* Work to be completed *
Only lines with the string "Cokoino" are wanted. Pull them out of the data.

** Opening Source material block **

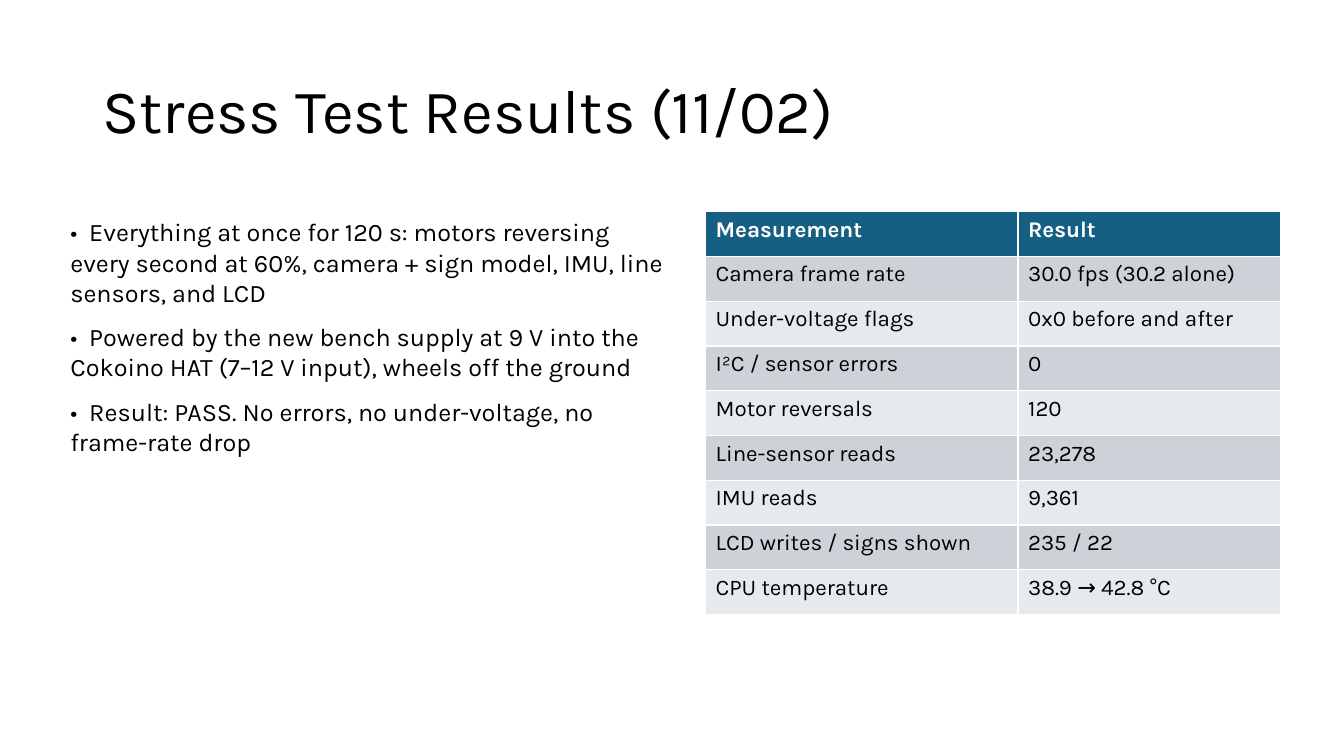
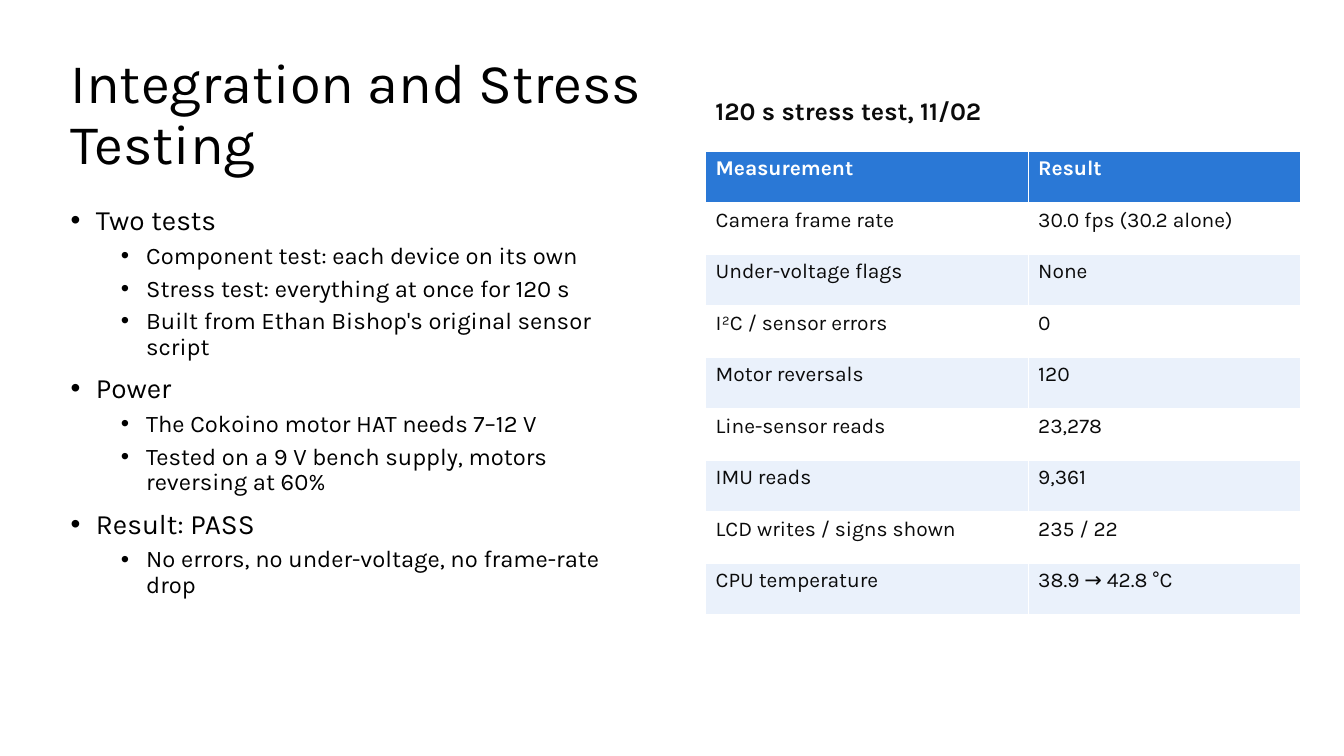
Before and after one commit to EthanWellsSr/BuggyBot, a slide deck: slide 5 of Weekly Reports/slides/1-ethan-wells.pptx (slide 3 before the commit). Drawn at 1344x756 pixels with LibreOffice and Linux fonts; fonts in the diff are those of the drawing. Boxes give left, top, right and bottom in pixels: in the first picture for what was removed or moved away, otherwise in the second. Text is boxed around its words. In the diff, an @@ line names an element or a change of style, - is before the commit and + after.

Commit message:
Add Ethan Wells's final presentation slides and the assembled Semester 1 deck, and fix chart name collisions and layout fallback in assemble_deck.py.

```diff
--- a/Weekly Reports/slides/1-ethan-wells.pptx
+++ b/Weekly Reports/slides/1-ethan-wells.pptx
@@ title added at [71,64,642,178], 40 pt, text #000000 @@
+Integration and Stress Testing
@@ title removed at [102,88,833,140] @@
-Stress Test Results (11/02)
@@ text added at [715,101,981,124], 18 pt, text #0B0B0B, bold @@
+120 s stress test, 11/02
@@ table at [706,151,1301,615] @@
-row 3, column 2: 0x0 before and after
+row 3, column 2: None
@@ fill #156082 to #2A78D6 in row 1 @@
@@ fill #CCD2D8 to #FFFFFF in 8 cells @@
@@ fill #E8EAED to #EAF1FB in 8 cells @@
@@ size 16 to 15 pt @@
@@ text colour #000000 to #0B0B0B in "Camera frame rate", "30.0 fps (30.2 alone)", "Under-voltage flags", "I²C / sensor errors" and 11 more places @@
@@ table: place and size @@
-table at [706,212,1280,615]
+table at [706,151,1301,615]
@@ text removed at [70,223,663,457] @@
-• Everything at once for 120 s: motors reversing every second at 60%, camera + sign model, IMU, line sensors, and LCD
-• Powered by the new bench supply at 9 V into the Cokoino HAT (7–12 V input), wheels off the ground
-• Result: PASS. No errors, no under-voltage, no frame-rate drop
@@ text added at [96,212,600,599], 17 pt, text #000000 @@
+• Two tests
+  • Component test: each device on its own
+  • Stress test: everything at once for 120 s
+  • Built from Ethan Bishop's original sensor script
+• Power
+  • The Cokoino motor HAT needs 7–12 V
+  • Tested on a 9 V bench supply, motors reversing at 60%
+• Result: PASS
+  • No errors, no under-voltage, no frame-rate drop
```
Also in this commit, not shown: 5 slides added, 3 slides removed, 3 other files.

** Closing Source material block **

* Task answer *
-• Powered by the new bench supply at 9 V into the Cokoino HAT (7–12 V input), wheels off the ground
+  • The Cokoino motor HAT needs 7–12 V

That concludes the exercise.